Inverse ETF or Short ETF

Inverse Exchange Traded Funds (ETFs), also known as Short ETFs and Bear ETFs, are exchange traded funds which moves just against the index it is tracking. These ETFs are carefully constructed using derivatives or they follow complex advanced trading strategies to profit from the declining of falling markets. There are also ultra invest ETFs which offer double (or more than that) return.

Short ETFs are newer to the markets. Now there are more than 35 inverse ETFs available for trading, which track indexes (e.g.: Short QQQ, Short Dow, UltraShort S&P), market sectors (e.g.: UltraShort Industrials, UltraShort Financials), and international/foreign markets (e.g.: Short MSCI Emerging Markets, UltraShort MSCI Japan).

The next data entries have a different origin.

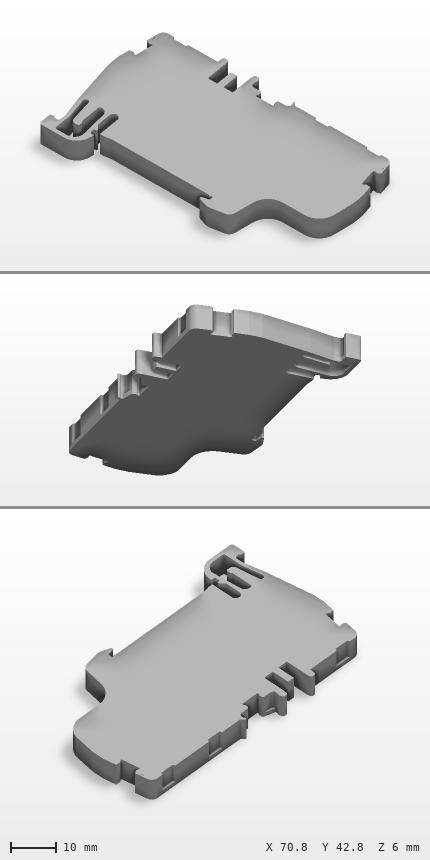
import cadquery as cq
import math

LENGTH = 70.81
HEIGHT = 42.76
THICKNESS = 6.0
WEB_HEIGHT = 1.2

HALF_LENGTH = LENGTH / 2
TOP_Y = HEIGHT / 2
BOTTOM_Y = -HEIGHT / 2
DECK_Y = 19.5
BASE_Y = -15.05

SHOULDER_CORNER_X = 33.15
SHOULDER_RADIUS = 1.85
SHOULDER_TIP_X = 33.9
SHOULDER_TIP_Y = 14.8
NOTCH_TOP_X = 31.95
NOTCH_TOP_Y = 14.45
NOTCH_BOTTOM_X = 32.75
NOTCH_BOTTOM_Y = 9.5
SHOULDER_PIP_X = 32.85
SHOULDER_PIP_DROP = 0.15
SHOULDER_PIP_WIDTH = 0.25
FLANK_CORNER_X = 34.85
FLANK_CORNER_Y = 9.9
FLANK_PIP_X = 33.8
FLANK_PIP_RISE = 0.15
FLANK_PIP_WIDTH = 0.2
FLANK_GAP = 0.3
FLANK_TOP_Y = 6.5
FLANK_BOTTOM_Y = 3.3
FLANK_SLOPE = math.tan(math.radians(8.9))

PRONG_WIDTH = 1.75
PRONG_RADIUS = 0.45
PRONG_TAPER = 0.2
PRONG_TAPER_HEIGHT = 1.44
PRONG_XS = (-16.5, -7.5)
PRONG_NOSE = 0.13
PRONG_NOSE_Y = 20.2
PRONG_NOSE_HEIGHT = 0.6
SLOT_FLOOR_Y = 13.97
TAB_WIDTH = 1.8
TAB_TOP_Y = 18.73
TAB_X = sum(PRONG_XS) / 2

LATCH_X = -1.25
LATCH_FLOOR_Y = 16.35
LATCH_HALF_FLOOR = 2.48
LATCH_HALF_MOUTH = 5.45
LATCH_STEP_Y = 18.25
LATCH_STEP_CHAMFER_X = 0.7
LATCH_STEP_CHAMFER_Y = 0.4
LATCH_BEAD = 0.25
LATCH_BEAD_TOP_Y = 17.9
LATCH_BEAD_BOTTOM_Y = 17.1
LATCH_HOOK_TOP_Y = 20.4
LATCH_HOOK_BOTTOM_Y = 19.9
LATCH_HOOK_REACH = 0.25
LATCH_HOOK_CHAMFER = 0.2
LATCH_WEB_RISE = 0.9
LATCH_WEB_OVERLAP = 0.25

MARKER_XS = (-27.95, 13.0, 28.0)
MARKER_DEPTH = 0.6
MARKER_TOP_WIDTH = 4.2
MARKER_FLOOR_WIDTH = 3.7

GROOVE_X = 33.2
GROOVE_Y = 16.3
GROOVE_LENGTH = 0.9
GROOVE_WIDTH = 0.1
GROOVE_DEPTH = 0.5

SHELF_Y = -6.5
SHELF_OUTER_RADIUS = 5.1
SHELF_OUTER_X = 33.36
SHELF_ROUND_TOP_Y = -2.8
SHELF_INNER_RADIUS = 5.2
SHELF_INNER_X = 18.9
HOOK_HEEL_X = 17.05
HOOK_HEEL_Y = -17.35
HOOK_HEEL_RADIUS = 2.0
HOOK_BOTTOM_Y = -18.22
HOOK_BOTTOM_RIGHT_X = 11.62
HOOK_BOTTOM_LEFT_X = 10.98
HOOK_BEVEL_X = 0.215
HOOK_BEVEL_RIGHT_Y = 0.04
HOOK_BEVEL_LEFT_Y = 0.07
HOOK_TIP_X = 8.1
HOOK_TIP_TOP_Y = -16.7
HOOK_TIP_BOTTOM_Y = -17.2
HOOK_TIP_BEVEL_X = 0.25
HOOK_TIP_BEVEL_Y = 0.15
HOOK_THROAT_X = 10.15
HOOK_THROAT_Y = -16.2
BEAD_X = 9.35
BEAD_TOP_WIDTH = 0.9
BEAD_BOTTOM_WIDTH = 0.5
BEAD_DROP = 0.15

SPRING_SLOT_LEFT_X = -24.6
SPRING_SLOT_RIGHT_X = -22.3
SPRING_SLOT_TOP_Y = -8.15
BASE_END_X = -19.2
BASE_LIP_X = -21.2
BASE_LIP_DROP = 0.35

CATCH_TOP_Y = -13.25
CATCH_NOSE_X = -23.55
CATCH_NOSE_TOP_Y = -14.5
CATCH_NOSE_BOTTOM_Y = -15.0
CATCH_THROAT_X = -24.35
CATCH_THROAT_BEVEL_X = 0.2
CATCH_THROAT_BEVEL_Y = 0.4
CATCH_LEDGE_Y = -16.5
CATCH_LEDGE_X = -23.1

FOOT_HEEL_X = -23.85
FOOT_HEEL_RADIUS = 4.37
FOOT_LEFT_X = -34.9
FOOT_CORNER_RADIUS = 0.7
FOOT_TOP_Y = -17.45
FOOT_TOP_RADIUS = 0.25
FOOT_RELIEF_LEFT_X = -33.7
FOOT_RELIEF_DROP = 0.35
FOOT_RELIEF_BEVEL = 0.3
FOOT_NECK_X = -32.1
FOOT_NECK_TOP_Y = -15.7
FLANK_BEND_Y = -9.5
FOOT_WEB_RADIUS = 0.85
FOOT_WEB_OVERLAP = 0.25

WINDOW_TOP_Y = -8.6
WINDOW_BOTTOM_Y = -20.35
WINDOW_LEFT_TOP_X = -32.35
WINDOW_LEFT_X = -31.2
WINDOW_LEFT_BEND_Y = -15.2
WINDOW_LEFT_TOP_RADIUS = 0.7
WINDOW_SMALL_RADIUS = 0.5
WINDOW_BOTTOM_LEFT_RADIUS = 0.4
WINDOW_RIGHT_TOP_X = -25.85
WINDOW_RIGHT_TOP_RADIUS = 1.6
WINDOW_RIGHT_BOTTOM_X = -24.85
WINDOW_HEEL_RADIUS = 2.6

TONGUE_TOP_LEFT_X = -30.9
TONGUE_TIP_LEFT_X = -29.8
TONGUE_TIP_Y = -16.3
TONGUE_TIP_RADIUS = 1.2
TONGUE_RIGHT_X = -28.05
TONGUE_BARB = 0.35
TONGUE_BARB_Y = -15.1
TONGUE_BARB_RADIUS = 0.2
TONGUE_TOE_RADIUS = 0.4


def sharp(*points):
    """Corners without rounding."""
    return [(x, y, 0) for x, y in points]


def mirrored(corners):
    """The same corners on the other side of X = 0, in reverse order."""
    return [(-x, y, radius) for x, y, radius in reversed(corners)]


def towards(start, end, distance):
    """Point at the given distance from start on the way to end."""
    share = distance / math.dist(start, end)
    return (start[0] + share * (end[0] - start[0]), start[1] + share * (end[1] - start[1]))


def rounded_corner(before, corner, after, radius):
    """Start, middle and end of the arc that rounds a corner."""
    to_before = towards(corner, before, 1)
    to_after = towards(corner, after, 1)
    half_angle = math.asin(math.dist(to_before, to_after) / 2)
    tangent_length = radius / math.tan(half_angle)
    bisector = ((to_before[0] + to_after[0]) / 2, (to_before[1] + to_after[1]) / 2)
    arc_start = towards(corner, before, tangent_length)
    arc_middle = towards(corner, bisector, radius / math.sin(half_angle) - radius)
    arc_end = towards(corner, after, tangent_length)
    return (arc_start, arc_middle, arc_end)


def prism(corners, height):
    """Extrude a closed outline of (x, y, corner radius) from Z = 0."""
    runs = []
    for i, (x, y, radius) in enumerate(corners):
        if radius == 0:
            runs.append(((x, y),))
            continue
        before = corners[i - 1][:2]
        after = corners[(i + 1) % len(corners)][:2]
        runs.append(rounded_corner(before, (x, y), after, radius))

    sketch = cq.Workplane("XY").moveTo(*runs[0][-1])
    for run in runs[1:] + runs[:1]:
        sketch = sketch.lineTo(*run[0])
        if len(run) > 1:
            sketch = sketch.threePointArc(run[1], run[2])
    return sketch.close().extrude(height)


def flank_x(y):
    """X of the sloping right-hand flank below its upright stretch."""
    return HALF_LENGTH - (FLANK_BOTTOM_Y - y) * FLANK_SLOPE


def right_end():
    """Shoulder, side notch and flank of the right-hand end, going down."""
    shoulder = [(SHOULDER_CORNER_X, DECK_Y, SHOULDER_RADIUS)]
    underside = sharp(
        (SHOULDER_TIP_X, SHOULDER_TIP_Y),
        ((SHOULDER_TIP_X + SHOULDER_PIP_X) / 2, NOTCH_TOP_Y),
        (SHOULDER_PIP_X, NOTCH_TOP_Y - SHOULDER_PIP_DROP),
        (SHOULDER_PIP_X - SHOULDER_PIP_WIDTH, NOTCH_TOP_Y),
    )
    notch = sharp(
        (NOTCH_TOP_X, NOTCH_TOP_Y),
        (NOTCH_BOTTOM_X, NOTCH_BOTTOM_Y),
        (NOTCH_BOTTOM_X + FLANK_GAP, NOTCH_BOTTOM_Y),
    )
    flank = sharp(
        (FLANK_PIP_X, FLANK_CORNER_Y + FLANK_PIP_RISE),
        (FLANK_PIP_X + FLANK_PIP_WIDTH, FLANK_CORNER_Y),
        (FLANK_CORNER_X, FLANK_CORNER_Y),
        (HALF_LENGTH, FLANK_TOP_Y),
        (HALF_LENGTH, FLANK_BOTTOM_Y),
    )
    return shoulder + underside + notch + flank


def prong(centre_x):
    """Upper end of a deck prong, going right."""
    half = PRONG_WIDTH / 2
    taper_y = TOP_Y - PRONG_TAPER_HEIGHT
    return [
        (centre_x - half, taper_y, 0),
        (centre_x - half + PRONG_TAPER, TOP_Y, PRONG_RADIUS),
        (centre_x + half - PRONG_TAPER, TOP_Y, PRONG_RADIUS),
        (centre_x + half, taper_y, 0),
    ]


def tab():
    """Slots between the prongs with the tab standing in them, going right."""
    half_prong = PRONG_WIDTH / 2
    half_tab = TAB_WIDTH / 2
    return sharp(
        (PRONG_XS[0] + half_prong, SLOT_FLOOR_Y),
        (TAB_X - half_tab, SLOT_FLOOR_Y),
        (TAB_X - half_tab, TAB_TOP_Y),
        (TAB_X + half_tab, TAB_TOP_Y),
        (TAB_X + half_tab, SLOT_FLOOR_Y),
        (PRONG_XS[1] - half_prong, SLOT_FLOOR_Y),
    )


def latch_wall(side):
    """One wall of the latch recess, going down; side is -1 for left, 1 for right."""
    bead_half = LATCH_HALF_FLOOR - LATCH_BEAD
    offsets = (
        (LATCH_HALF_MOUTH, LATCH_STEP_Y + LATCH_STEP_CHAMFER_Y),
        (LATCH_HALF_MOUTH - LATCH_STEP_CHAMFER_X, LATCH_STEP_Y),
        (LATCH_HALF_FLOOR, LATCH_STEP_Y),
        (bead_half, LATCH_BEAD_TOP_Y),
        (bead_half, LATCH_BEAD_BOTTOM_Y),
        (LATCH_HALF_FLOOR, LATCH_BEAD_BOTTOM_Y - LATCH_BEAD),
        (LATCH_HALF_FLOOR, LATCH_FLOOR_Y),
    )
    return sharp(*[(LATCH_X + side * x, y) for x, y in offsets])


def latch_hook():
    """Hook on the right-hand edge of the latch recess, going up and right."""
    mouth_x = LATCH_X + LATCH_HALF_MOUTH
    return sharp(
        (mouth_x, LATCH_HOOK_BOTTOM_Y - LATCH_HOOK_CHAMFER),
        (mouth_x - LATCH_HOOK_REACH, LATCH_HOOK_BOTTOM_Y),
        (mouth_x - LATCH_HOOK_REACH, LATCH_HOOK_TOP_Y),
        (mouth_x, LATCH_HOOK_TOP_Y),
        (mouth_x + LATCH_HOOK_TOP_Y - DECK_Y, DECK_Y),
    )


def deck():
    """Upper edge between the shoulders, going right."""
    half_prong = PRONG_WIDTH / 2
    nose_x = PRONG_XS[1] + half_prong + PRONG_NOSE
    deck_end = sharp((PRONG_XS[0] - half_prong, DECK_Y))
    prongs = prong(PRONG_XS[0]) + tab() + prong(PRONG_XS[1])[:-1]
    nose = sharp(
        (nose_x, PRONG_NOSE_Y),
        (LATCH_X - LATCH_HALF_MOUTH, PRONG_NOSE_Y - PRONG_NOSE_HEIGHT),
    )
    latch = latch_wall(-1) + list(reversed(latch_wall(1))) + latch_hook()
    return deck_end + prongs + nose + latch


def rail_hook():
    """Lower right-hand corner and the fixed hook, going left to the base."""
    shelf = [
        (flank_x(SHELF_ROUND_TOP_Y), SHELF_ROUND_TOP_Y, 0),
        (SHELF_OUTER_X, SHELF_Y, SHELF_OUTER_RADIUS),
        (SHELF_INNER_X, SHELF_Y, SHELF_INNER_RADIUS),
        (HOOK_HEEL_X, HOOK_HEEL_Y, HOOK_HEEL_RADIUS),
    ]
    hook = sharp(
        (HOOK_BOTTOM_RIGHT_X + HOOK_BEVEL_X, HOOK_BOTTOM_Y + HOOK_BEVEL_RIGHT_Y),
        (HOOK_BOTTOM_RIGHT_X, HOOK_BOTTOM_Y),
        (HOOK_BOTTOM_LEFT_X, HOOK_BOTTOM_Y),
        (HOOK_BOTTOM_LEFT_X - HOOK_BEVEL_X, HOOK_BOTTOM_Y + HOOK_BEVEL_LEFT_Y),
        (HOOK_TIP_X + HOOK_TIP_BEVEL_X, HOOK_TIP_BOTTOM_Y - HOOK_TIP_BEVEL_Y),
        (HOOK_TIP_X, HOOK_TIP_BOTTOM_Y),
        (HOOK_TIP_X, HOOK_TIP_TOP_Y),
        (HOOK_THROAT_X, HOOK_THROAT_Y),
        (HOOK_THROAT_X, BASE_Y),
    )
    bead = sharp(
        (BEAD_X + BEAD_TOP_WIDTH / 2, BASE_Y),
        (BEAD_X + BEAD_BOTTOM_WIDTH / 2, BASE_Y - BEAD_DROP),
        (BEAD_X - BEAD_BOTTOM_WIDTH / 2, BASE_Y - BEAD_DROP),
        (BEAD_X - BEAD_TOP_WIDTH / 2, BASE_Y),
    )
    return shelf + hook + bead


def spring_slot():
    """Slot with a nearly semicircular end beside the spring leg, going left."""
    end_clearance = 0.01
    end_radius = (SPRING_SLOT_RIGHT_X - SPRING_SLOT_LEFT_X) / 2 - end_clearance
    lip_y = BASE_Y - BASE_LIP_DROP
    return [
        (BASE_END_X, BASE_Y, 0),
        (BASE_LIP_X, lip_y, 0),
        (SPRING_SLOT_RIGHT_X, lip_y, 0),
        (SPRING_SLOT_RIGHT_X, SPRING_SLOT_TOP_Y, end_radius),
        (SPRING_SLOT_LEFT_X, SPRING_SLOT_TOP_Y, end_radius),
    ]


def spring_catch():
    """Catch on the spring leg that grips the rail, going down."""
    return sharp(
        (SPRING_SLOT_LEFT_X, CATCH_TOP_Y),
        (CATCH_NOSE_X, CATCH_NOSE_TOP_Y),
        (CATCH_NOSE_X, CATCH_NOSE_BOTTOM_Y),
        (CATCH_THROAT_X + CATCH_THROAT_BEVEL_X, CATCH_NOSE_BOTTOM_Y),
        (CATCH_THROAT_X, CATCH_NOSE_BOTTOM_Y - CATCH_THROAT_BEVEL_Y),
        (CATCH_THROAT_X + CATCH_THROAT_BEVEL_X, CATCH_LEDGE_Y),
        (CATCH_LEDGE_X, CATCH_LEDGE_Y),
    )


def foot():
    """Foot, its relief and the lower left flank, going left and then up."""
    relief_y = FOOT_TOP_Y - FOOT_RELIEF_DROP
    block = [
        (FOOT_HEEL_X, BOTTOM_Y, FOOT_HEEL_RADIUS),
        (FOOT_LEFT_X, BOTTOM_Y, FOOT_CORNER_RADIUS),
        (FOOT_LEFT_X, FOOT_TOP_Y, FOOT_TOP_RADIUS),
    ]
    relief = sharp(
        (FOOT_RELIEF_LEFT_X, FOOT_TOP_Y),
        (FOOT_RELIEF_LEFT_X + FOOT_RELIEF_BEVEL, relief_y),
        (FOOT_NECK_X - FOOT_RELIEF_BEVEL, relief_y),
        (FOOT_NECK_X, relief_y + FOOT_RELIEF_BEVEL),
        (FOOT_NECK_X, FOOT_NECK_TOP_Y),
    )
    return block + relief + sharp((-flank_x(FLANK_BEND_Y), FLANK_BEND_Y))


def foot_window():
    """Opening between the two legs of the foot, with the tongue reaching into it."""
    barb_x = TONGUE_RIGHT_X + TONGUE_BARB
    return [
        (WINDOW_LEFT_TOP_X, WINDOW_TOP_Y, WINDOW_LEFT_TOP_RADIUS),
        (TONGUE_TOP_LEFT_X, WINDOW_TOP_Y, WINDOW_SMALL_RADIUS),
        (TONGUE_TIP_LEFT_X, TONGUE_TIP_Y, TONGUE_TIP_RADIUS),
        (barb_x, TONGUE_TIP_Y, TONGUE_TOE_RADIUS),
        (barb_x, TONGUE_BARB_Y, TONGUE_BARB_RADIUS),
        (TONGUE_RIGHT_X, TONGUE_BARB_Y + TONGUE_BARB, 0),
        (TONGUE_RIGHT_X, WINDOW_TOP_Y, WINDOW_SMALL_RADIUS),
        (WINDOW_RIGHT_TOP_X, WINDOW_TOP_Y, WINDOW_RIGHT_TOP_RADIUS),
        (WINDOW_RIGHT_BOTTOM_X, WINDOW_BOTTOM_Y, WINDOW_HEEL_RADIUS),
        (WINDOW_LEFT_X, WINDOW_BOTTOM_Y, WINDOW_BOTTOM_LEFT_RADIUS),
        (WINDOW_LEFT_X, WINDOW_LEFT_BEND_Y, 0),
    ]


def housing():
    """Full-thickness plate with the foot opening."""
    upper = mirrored(right_end()) + deck() + right_end()
    lower = rail_hook() + spring_slot() + spring_catch() + foot()
    return prism(upper + lower, THICKNESS).cut(prism(foot_window(), THICKNESS))


def latch_web(side):
    """Thin wedge under one sloping side of the latch recess."""
    outer_x = LATCH_X + side * (LATCH_HALF_MOUTH + LATCH_WEB_OVERLAP)
    inner_x = LATCH_X + side * LATCH_HALF_FLOOR
    wedge = sharp(
        (outer_x, LATCH_STEP_Y + LATCH_WEB_RISE),
        (inner_x, LATCH_STEP_Y),
        (outer_x, LATCH_STEP_Y),
    )
    return prism(wedge, WEB_HEIGHT)


def foot_web():
    """Thin web filling the foot relief, with a concave corner against the neck."""
    inner_x = FOOT_NECK_X + FOOT_WEB_OVERLAP
    bottom_y = FOOT_TOP_Y - FOOT_RELIEF_DROP - FOOT_WEB_OVERLAP
    return (
        cq.Workplane("XY")
        .moveTo(FOOT_RELIEF_LEFT_X, FOOT_TOP_Y)
        .lineTo(FOOT_NECK_X - FOOT_WEB_RADIUS, FOOT_TOP_Y)
        .radiusArc((FOOT_NECK_X, FOOT_TOP_Y + FOOT_WEB_RADIUS), -FOOT_WEB_RADIUS)
        .lineTo(inner_x, bottom_y)
        .lineTo(FOOT_RELIEF_LEFT_X + FOOT_RELIEF_BEVEL, bottom_y)
        .close()
        .extrude(WEB_HEIGHT)
    )


def marker_recess(centre_x):
    """Tapered recess in the deck edge, open upwards, with a thin web below it."""
    half_top = MARKER_TOP_WIDTH / 2
    half_floor = MARKER_FLOOR_WIDTH / 2
    corners = sharp(
        (centre_x - half_top, DECK_Y),
        (centre_x + half_top, DECK_Y),
        (centre_x + half_floor, DECK_Y - MARKER_DEPTH),
        (centre_x - half_floor, DECK_Y - MARKER_DEPTH),
    )
    return prism(corners, THICKNESS - WEB_HEIGHT).translate((0, 0, WEB_HEIGHT))


def end_groove(centre_x):
    """Fine groove in the upper face beside an end face."""
    groove = cq.Workplane("XY").box(GROOVE_WIDTH, GROOVE_LENGTH, GROOVE_DEPTH)
    return groove.translate((centre_x, GROOVE_Y, THICKNESS - GROOVE_DEPTH / 2))


body = housing().union(foot_web())
for side in (-1, 1):
    body = body.union(latch_web(side))
    body = body.cut(end_groove(side * GROOVE_X))
for marker_x in MARKER_XS:
    body = body.cut(marker_recess(marker_x))

result = body

There are both advantages and disadvantages of trading invest ETFs over other instruments and over short trading.

Advantages of Short ETF
  • Inverse ETF allow traders to profit from falling markets.
  • Inverse ETF allow traders to go short without a margin account.
  • Inverse ETF allow investors to hedge their portfolio against market falls.
Disadvantages of Short ETFs
  • Short ETF is not a good choice in rising markets; and they tend to offer lesser return in long-term as most indexes tend to rise in long-term.
  • Profiting from short ETF require market timing, and are not so suitable for novice investors/traders.
  • The active management costs of short ETFs make them more expensive; especially for Ultra shots.
  • Short ETFs are newer instruments, and no sufficient performance history is available.